- [Task material]:
++++++++

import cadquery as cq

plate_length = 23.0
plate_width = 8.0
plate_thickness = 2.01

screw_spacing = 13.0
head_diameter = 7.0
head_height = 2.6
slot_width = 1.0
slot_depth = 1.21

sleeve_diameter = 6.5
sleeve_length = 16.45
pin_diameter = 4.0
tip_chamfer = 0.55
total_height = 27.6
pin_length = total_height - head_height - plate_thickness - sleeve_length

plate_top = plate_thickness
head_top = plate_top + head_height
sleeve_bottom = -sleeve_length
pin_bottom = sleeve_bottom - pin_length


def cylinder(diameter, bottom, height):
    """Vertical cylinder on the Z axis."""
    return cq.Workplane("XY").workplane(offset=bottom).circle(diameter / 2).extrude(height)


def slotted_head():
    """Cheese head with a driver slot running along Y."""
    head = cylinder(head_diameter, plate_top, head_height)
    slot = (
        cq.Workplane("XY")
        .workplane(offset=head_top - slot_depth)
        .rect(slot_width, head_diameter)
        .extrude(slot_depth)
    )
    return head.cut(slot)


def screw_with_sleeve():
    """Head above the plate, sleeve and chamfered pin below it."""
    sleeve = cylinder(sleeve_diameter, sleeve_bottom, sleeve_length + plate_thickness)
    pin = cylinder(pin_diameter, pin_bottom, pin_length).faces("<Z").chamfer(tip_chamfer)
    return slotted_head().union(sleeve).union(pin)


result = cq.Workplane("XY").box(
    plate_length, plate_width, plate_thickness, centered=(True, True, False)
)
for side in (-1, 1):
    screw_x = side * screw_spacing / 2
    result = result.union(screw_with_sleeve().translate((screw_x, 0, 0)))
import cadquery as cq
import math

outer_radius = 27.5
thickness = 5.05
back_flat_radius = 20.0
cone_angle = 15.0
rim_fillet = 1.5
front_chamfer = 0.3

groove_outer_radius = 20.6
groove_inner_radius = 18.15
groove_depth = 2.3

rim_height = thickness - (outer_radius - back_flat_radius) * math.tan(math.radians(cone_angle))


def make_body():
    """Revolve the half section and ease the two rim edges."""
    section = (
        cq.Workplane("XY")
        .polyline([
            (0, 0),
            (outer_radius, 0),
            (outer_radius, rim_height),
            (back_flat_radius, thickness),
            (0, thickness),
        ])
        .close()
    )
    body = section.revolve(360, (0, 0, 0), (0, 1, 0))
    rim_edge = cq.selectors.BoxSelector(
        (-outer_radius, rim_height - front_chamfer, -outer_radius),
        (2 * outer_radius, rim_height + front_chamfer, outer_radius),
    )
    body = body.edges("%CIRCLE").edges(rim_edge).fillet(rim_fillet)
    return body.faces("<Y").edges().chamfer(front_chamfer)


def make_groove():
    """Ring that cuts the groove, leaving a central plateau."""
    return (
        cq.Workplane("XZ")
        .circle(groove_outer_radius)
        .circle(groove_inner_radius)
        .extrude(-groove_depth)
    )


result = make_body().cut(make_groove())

++++++++

Up to and including the line that contains "head with a", restate word for word every line of the entries, starting from the first.

- [Solution for this problem]:
import cadquery as cq

plate_length = 23.0
plate_width = 8.0
plate_thickness = 2.01

screw_spacing = 13.0
head_diameter = 7.0
head_height = 2.6
slot_width = 1.0
slot_depth = 1.21

sleeve_diameter = 6.5
sleeve_length = 16.45
pin_diameter = 4.0
tip_chamfer = 0.55
total_height = 27.6
pin_length = total_height - head_height - plate_thickness - sleeve_length

plate_top = plate_thickness
head_top = plate_top + head_height
sleeve_bottom = -sleeve_length
pin_bottom = sleeve_bottom - pin_length


def cylinder(diameter, bottom, height):
    """Vertical cylinder on the Z axis."""
    return cq.Workplane("XY").workplane(offset=bottom).circle(diameter / 2).extrude(height)


def slotted_head():
    """Cheese head with a driver slot running along Y."""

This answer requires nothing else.